The truth is, even though I don''t believe in holding grudges, I have been holding a grudge against him. Years ago, when I first started working for EW as EastWest Lurker, Daniel did a walkthrough with Hollywood Strings and LASS. HS came off very badly in it. It correctly spotlighted that HS was very demanding of resources. But HS is a library that really requires knowledge of it, and the patches he chose were not the right ones for what he was trying to accomplish, in my view, and so my feeling at the time was that it was very, very unfair and so I judged DJ badly for his "let's just roll up our sleeves and play" style. (I still have reservations about that because some libraries _do_ require more deep knowledge of them than others.)

Over the years, he continued to have problems with Play itself (which I am glad to hear has now somewhat improved for him) and criticized and recommended against it frequently. Obviously, that did not sit well with me either, as again, i thought it unfair, as I was able to use it with great success because I knew the best ways to use it and what to expect and not expect. We exchanged some very harsh posts with each other.

But that was then, and this is now. I am no longer EW Lurker and it is not the better side of me to continue to hold a grudge against him. He does walkthroughs and reviews that people like, respect, and value, and I do not need to be taking potshots at him in a passive-aggressive disrespectful way just because I have different sensibilities and a different approach to new products.

So I wish to publicly apologize to him.


----------



## Fab (Nov 7, 2016)

yeah you should apologize you belend....not how I'd expect a grown man to behave. Good that you are trying to set things right though. Although a pm would have been sexier. I like your hat Jay!


----------



## KEnK (Nov 7, 2016)

Ashermusic said:


> (East Coast Jews know what I am talking about)


And East Coast "goys" too...
Big of you to try make amends Jay.
But don't bury your sarcastic hatchet to deeply-
"Tough Love" is not such a terrible thing-

k

p.s. If you're talking about the "writing to BB" thread,
I think people owe _you_ an apology Jay.
What a bunch o' panty waste wuss's around here.


----------



## Michael K. Bain (Nov 7, 2016)

Fab said:


> yeah you should apologize you belend....not how I'd expect a grown man to behave.

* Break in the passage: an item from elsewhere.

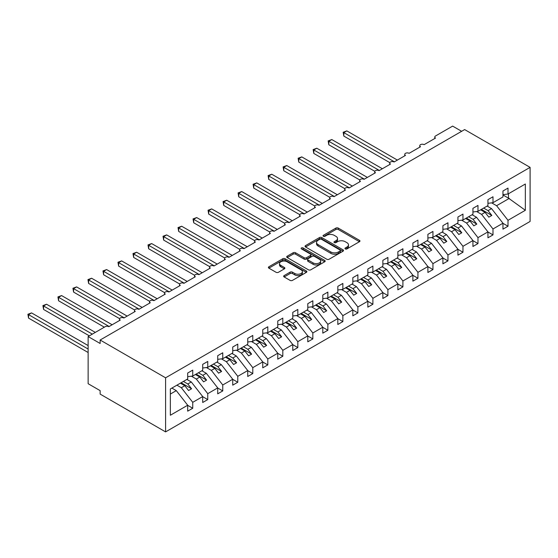 <?xml version="1.0" encoding="UTF-8"?>
<svg xmlns="http://www.w3.org/2000/svg" width="558" height="558" viewBox="0 0 558 558"><rect width="100%" height="100%" fill="white"/><g stroke="black" fill="none" stroke-linecap="round" stroke-linejoin="round"><path stroke-width="0.84" d="M345.297 248.924A1.165 0.677 0 0 0 346.95 248.924L359.478 241.698A1.667 0.963 0 0 0 359.966 241.014A1.667 0.963 0 0 0 359.478 240.331L338.253 228.083A1.667 0.963 0 0 0 335.895 228.083L323.375 235.316A1.165 0.677 0 0 0 323.033 235.79A1.165 0.677 0 0 0 323.375 236.264A1.165 0.677 0 0 0 325.021 236.264L326.646 235.33A5.336 3.083 0 0 1 334.186 235.33L335.958 236.355A5.336 3.083 0 0 1 337.52 238.531A5.336 3.083 0 0 1 335.958 240.707L334.333 241.642A1.165 0.677 0 0 0 333.991 242.123A1.165 0.677 0 0 0 334.333 242.597A1.165 0.677 0 0 0 335.986 242.597L337.604 241.663A5.336 3.083 0 0 1 345.151 241.663L346.923 242.681A5.336 3.083 0 0 1 348.485 244.857A5.336 3.083 0 0 1 346.923 247.041L345.297 247.975A1.165 0.677 0 0 0 344.956 248.45A1.165 0.677 0 0 0 345.297 248.924L345.297 247.975M284.148 275.589A1.667 0.963 0 0 0 283.659 276.273A1.667 0.963 0 0 0 284.148 276.949L290.097 280.388A1.667 0.963 0 0 0 292.455 280.388L306.37 272.36A1.667 0.963 0 0 0 306.858 271.676A1.667 0.963 0 0 0 306.37 270.993L285.145 258.745A1.667 0.963 0 0 0 282.787 258.745L268.879 266.773A1.667 0.963 0 0 0 268.391 267.456A1.667 0.963 0 0 0 268.879 268.14L276.071 272.29A1.667 0.963 0 0 0 278.428 272.29L284.378 268.851A1.667 0.963 0 0 0 284.866 268.168A1.667 0.963 0 0 0 284.378 267.491L280.814 265.434A4.457 2.574 0 0 1 279.509 263.613A4.457 2.574 0 0 1 282.264 261.235A4.457 2.574 0 0 1 287.119 261.793L301.09 269.856A4.457 2.574 0 0 1 302.394 271.676A4.457 2.574 0 0 1 299.646 274.055A4.457 2.574 0 0 1 294.784 273.497L292.455 272.151A1.667 0.963 0 0 0 290.097 272.151L284.148 275.589L284.148 276.949M530.1 167.365L165.593 377.808L165.593 431.892L530.1 221.449L530.1 167.365L464.647 129.575L100.14 340.017L100.14 343.484L88.129 336.551L105.246 326.667A2.546 1.472 0 0 1 108.845 326.667L120.256 320.083A2.546 1.472 0 0 1 119.51 319.043A2.546 1.472 0 0 1 121.086 317.683A2.546 1.472 0 0 1 123.862 318.004L135.266 311.413A2.546 1.472 0 0 1 134.52 310.374A2.546 1.472 0 0 1 136.096 309.013A2.546 1.472 0 0 1 138.872 309.334L150.283 302.75A2.546 1.472 0 0 1 149.537 301.711A2.546 1.472 0 0 1 151.106 300.35A2.546 1.472 0 0 1 153.882 300.671L165.294 294.08A2.546 1.472 0 0 1 164.547 293.041A2.546 1.472 0 0 1 166.124 291.681A2.546 1.472 0 0 1 168.9 292.001L180.304 285.417A2.546 1.472 0 0 1 179.557 284.371A2.546 1.472 0 0 1 181.134 283.018A2.546 1.472 0 0 1 183.91 283.331L195.321 276.747A2.546 1.472 0 0 1 194.575 275.708A2.546 1.472 0 0 1 196.144 274.348A2.546 1.472 0 0 1 198.92 274.669L210.331 268.077A2.546 1.472 0 0 1 209.585 267.038A2.546 1.472 0 0 1 211.161 265.678A2.546 1.472 0 0 1 213.937 265.999L225.341 259.414A2.546 1.472 0 0 1 224.602 258.368A2.546 1.472 0 0 1 226.171 257.015A2.546 1.472 0 0 1 228.947 257.329L240.359 250.744A2.546 1.472 0 0 1 239.612 249.705A2.546 1.472 0 0 1 241.182 248.345A2.546 1.472 0 0 1 243.958 248.666L255.369 242.074A2.546 1.472 0 0 1 254.622 241.035A2.546 1.472 0 0 1 256.199 239.675A2.546 1.472 0 0 1 258.975 239.996L270.386 233.411A2.546 1.472 0 0 1 269.64 232.372A2.546 1.472 0 0 1 271.209 231.012A2.546 1.472 0 0 1 273.985 231.326L285.396 224.741A2.546 1.472 0 0 1 284.65 223.702A2.546 1.472 0 0 1 286.219 222.342A2.546 1.472 0 0 1 288.995 222.663L300.406 216.072A2.546 1.472 0 0 1 299.66 215.032A2.546 1.472 0 0 1 301.236 213.672A2.546 1.472 0 0 1 304.012 213.993L315.423 207.409A2.546 1.472 0 0 1 314.677 206.369A2.546 1.472 0 0 1 316.246 205.009A2.546 1.472 0 0 1 319.023 205.323L330.434 198.739A2.546 1.472 0 0 1 329.687 197.699A2.546 1.472 0 0 1 331.257 196.339A2.546 1.472 0 0 1 334.033 196.66L345.444 190.069A2.546 1.472 0 0 1 344.698 189.029A2.546 1.472 0 0 1 346.274 187.669A2.546 1.472 0 0 1 349.05 187.99L360.461 181.406A2.546 1.472 0 0 1 359.715 180.367A2.546 1.472 0 0 1 361.284 179.006A2.546 1.472 0 0 1 364.06 179.327L375.471 172.736A2.546 1.472 0 0 1 374.725 171.697A2.546 1.472 0 0 1 376.294 170.336A2.546 1.472 0 0 1 379.07 170.657L390.481 164.073A2.546 1.472 0 0 1 389.735 163.027A2.546 1.472 0 0 1 391.311 161.674A2.546 1.472 0 0 1 394.087 161.987L405.499 155.403A2.546 1.472 0 0 1 404.752 154.364A2.546 1.472 0 0 1 406.322 153.004A2.546 1.472 0 0 1 409.098 153.324L420.509 146.733A2.546 1.472 0 0 1 419.762 145.694A2.546 1.472 0 0 1 421.332 144.334A2.546 1.472 0 0 1 424.108 144.655L435.519 138.07A2.546 1.472 180 0 1 434.773 137.024A2.546 1.472 180 0 1 435.519 135.985L452.636 126.108L461.64 131.304M165.593 377.808L100.14 340.017M326.758 259.219A1.667 0.963 0 0 0 329.122 259.219L343.031 251.191A1.667 0.963 0 0 0 343.519 250.507A1.667 0.963 0 0 0 343.031 249.831L321.813 237.575A1.667 0.963 0 0 0 319.455 237.575L305.54 245.611A1.667 0.963 0 0 0 305.052 246.287A1.667 0.963 0 0 0 305.54 246.971L326.758 259.219M301.941 249.182A1.165 0.677 0 0 1 303.127 249.342L324.679 261.786L310.785 269.807A1.667 0.963 0 0 1 308.428 269.807L287.21 257.552L287.21 256.192A1.667 0.963 0 0 0 286.721 256.875A1.667 0.963 0 0 0 287.21 257.552M287.21 256.192L293.166 252.753A1.667 0.963 0 0 1 295.524 252.753L304.124 257.726A1.667 0.963 0 0 0 306.481 257.726L310.436 255.445A1.667 0.963 0 0 0 310.925 254.762A1.667 0.963 0 0 0 310.436 254.085L301.473 248.91A1.165 0.677 0 0 1 301.132 248.436A1.165 0.677 0 0 1 301.85 247.808A1.165 0.677 0 0 1 303.127 247.954L324.7 260.412A1.667 0.963 0 0 1 325.188 261.095A1.667 0.963 0 0 1 324.7 261.772L324.7 260.412M170.35 394.06L176.286 390.635L187.69 405.234L170.35 415.243L170.35 388.968L187.69 378.952L187.69 373.023L192.74 370.114L192.74 376.043L187.69 376.671M192.74 376.043L202.707 370.282L202.707 364.353L207.75 361.445L207.75 367.373L202.707 368.001M207.75 367.373L217.718 361.619L217.718 355.69L222.761 352.775L222.761 358.703L217.718 359.331M222.761 358.703L232.728 352.949L232.728 347.02L237.778 344.112L237.778 350.04L232.728 350.668M237.778 350.04L247.745 344.286L247.745 338.357L252.788 335.442L252.788 341.37L247.745 341.998M252.788 341.37L262.755 335.616L262.755 329.687L267.798 326.772L267.798 332.701L262.755 333.328M267.798 332.701L277.765 326.946L277.765 321.017L282.815 318.109L282.815 324.038L277.765 324.665M282.815 324.038L292.783 318.283L292.783 312.354L297.826 309.439L297.826 315.368L292.783 315.995M297.826 315.368L307.793 309.613L307.793 303.685L312.836 300.769L312.836 306.698L307.793 307.332M312.836 306.698L322.803 300.943L322.803 295.015L327.853 292.106L327.853 298.035L322.803 298.663M327.853 298.035L337.82 292.28L337.82 286.352L342.863 283.436L342.863 289.365L337.82 289.993M342.863 289.365L352.83 283.61L352.83 277.682L357.873 274.773L357.873 280.702L352.83 281.33M357.873 280.702L367.848 274.941L367.848 269.012L372.89 266.103L372.89 272.032L367.848 272.66M372.89 272.032L382.858 266.278L382.858 260.349L387.901 257.433L387.901 263.362L382.858 263.99M387.901 263.362L397.868 257.608L397.868 251.679L402.911 248.77L402.911 254.699L397.868 255.327M402.911 254.699L412.885 248.938L412.885 243.016L417.928 240.1L417.928 246.029L412.885 246.657M417.928 246.029L427.895 240.275L427.895 234.346L432.938 231.431L432.938 237.359L427.895 237.987M432.938 237.359L442.906 231.605L442.906 225.676L447.948 222.768L447.948 228.696L442.906 229.324M447.948 228.696L457.923 222.942L457.923 217.013L462.966 214.098L462.966 220.026L457.923 220.654M462.966 220.026L472.933 214.272L472.933 208.343L477.976 205.428L477.976 211.356L472.933 211.984M477.976 211.356L487.943 205.602L487.943 199.673L492.986 196.765L492.986 202.694L487.943 203.321M187.69 405.338L192.74 408.247L192.74 402.318L202.707 396.564L191.296 381.972L186.881 379.419M176.914 385.173L181.329 387.726L192.74 402.318M202.707 396.668L207.75 399.584L207.75 393.655L217.718 387.901L206.307 373.302L201.891 370.756M191.401 376.204L196.339 379.056L207.75 393.655M217.718 388.005L222.761 390.914L222.761 384.985L232.728 379.231L221.324 364.632L216.909 362.086M206.418 367.541L211.356 370.386L222.761 384.985M232.728 379.335L237.778 382.244L237.778 376.315L247.745 370.561L236.334 355.969L231.919 353.416M221.428 358.871L226.367 361.724L237.778 376.315M247.745 370.665L252.788 373.581L252.788 367.652L262.755 361.898L251.344 347.299L246.936 344.753M236.439 350.201L241.377 353.054L252.788 367.652M262.755 362.002L267.798 364.911L267.798 358.982L277.765 353.228L266.361 338.629L261.946 336.083M251.456 341.538L256.394 344.391L267.798 358.982M277.765 353.333L282.815 356.241L282.815 350.312L292.783 344.558L281.371 329.966L276.956 327.413M266.466 332.868L271.404 335.721L282.815 350.312M292.783 344.663L297.826 347.578L297.826 341.649L307.793 335.895L296.382 321.296L291.974 318.751M281.476 324.205L286.414 327.051L297.826 341.649M307.793 336L312.836 338.908L312.836 332.98L322.803 327.225L311.399 312.626L306.984 310.081M296.493 315.535L301.432 318.388L312.836 332.98M322.803 327.33L327.853 330.245L327.853 324.317L337.82 318.555L326.409 303.964L321.994 301.411M311.504 306.865L316.442 309.718L327.853 324.317M337.82 318.66L342.863 321.575L342.863 315.647L352.83 309.892L341.419 295.294L337.011 292.748M326.514 298.202L331.452 301.048L342.863 315.647M352.83 309.997L357.873 312.905L357.873 306.977L367.848 301.222L356.436 286.631L352.021 284.078M341.531 289.532L346.469 292.385L357.873 306.977M367.848 301.327L372.89 304.243L372.89 298.314L382.858 292.559L371.447 277.961L367.031 275.415M356.541 280.862L361.479 283.715L372.89 298.314M382.858 292.657L387.901 295.573L387.901 289.644L397.868 283.889L386.457 269.291L382.049 266.745M371.551 272.199L376.49 275.045L387.901 289.644M397.868 283.994L402.911 286.903L402.911 280.974L412.885 275.22L401.474 260.628L397.059 258.075M386.568 263.529L391.507 266.382L402.911 280.974M412.885 275.324L417.928 278.24L417.928 272.311L427.895 266.557L416.484 251.958L412.069 249.412M401.579 254.86L406.517 257.712L417.928 272.311M427.895 266.661L432.938 269.57L432.938 263.641L442.906 257.887L431.494 243.288L427.086 240.742M416.589 246.197L421.527 249.042L432.938 263.641M442.906 257.991L447.948 260.9L447.948 254.971L457.923 249.217L446.512 234.625L442.096 232.072M431.606 237.527L436.544 240.379L447.948 254.971M457.923 249.321L462.966 252.237L462.966 246.308L472.933 240.554L461.522 225.955L457.107 223.409M446.616 228.864L451.555 231.709L462.966 246.308M472.933 240.658L477.976 243.567L477.976 237.638L487.943 231.884L476.532 217.285L472.124 214.739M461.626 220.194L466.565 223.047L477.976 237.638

Are you just teasing Jay? I am sincere in this question. I want to know because I cannot stand it when someone makes a genuine sincere apology and people pile on him like this.


----------



## Ashermusic (Nov 7, 2016)

It's ok Michael. I dish out criticism, so I have to be prepared to accept it, particularly when I realize that I have been in the wrong and deserve it.


----------



## NYC Composer (Nov 7, 2016)

Hey, as long as we're at it, can I bring up a list of my personal grievances that you were wrong about and get a heartfelt apology for each one??*



*said with tongue firmly in cheek with love from your East Coast Jew pal


----------



## airflamesred (Nov 7, 2016)

Fab said:


> yeah you should apologize you belend....not how I'd expect a grown man to behave. Good that you are trying to set things right though. Although a pm would have been sexier. I like your hat Jay!


belend?


----------



## Ashermusic (Nov 7, 2016)

NYC Composer said:


> Hey, as long as we're at it, can I bring up a list of my personal grievances that you were wrong about and get a heartfelt apology for each one??*
> 
> 
> 
> *said with tongue firmly in cheek with love from your East Coast Jew pal



I have a finite amount of heartfelt apologies I can handle . Want to pick a couple of my worst offenses ?


----------



## NYC Composer (Nov 7, 2016)

Just laugh and STFU, you maroon.


----------



## Ashermusic (Nov 7, 2016)

NYC Composer said:


> Just laugh and STFU, you maroon.


----------



## desert (Nov 7, 2016)

Probably better sent as a PM


----------



## Ashermusic (Nov 7, 2016)

desert said:


> Probably better sent as a PM



Well , it is also an apology to those of you who I upset with my comments , so that is why I did it this way .


----------



## Daniel James (Nov 7, 2016)

Hey mate, Thanks but in all honesty it wasn't needed. You know I always appreciate a differing point of view when its legit. Life is too short for grudges and negativity. Its something I came to realise over the past few years and living as positively and as helpfully as I can seems to make the overall environment of music in which we reside a much more pleasant and enjoyable place to be.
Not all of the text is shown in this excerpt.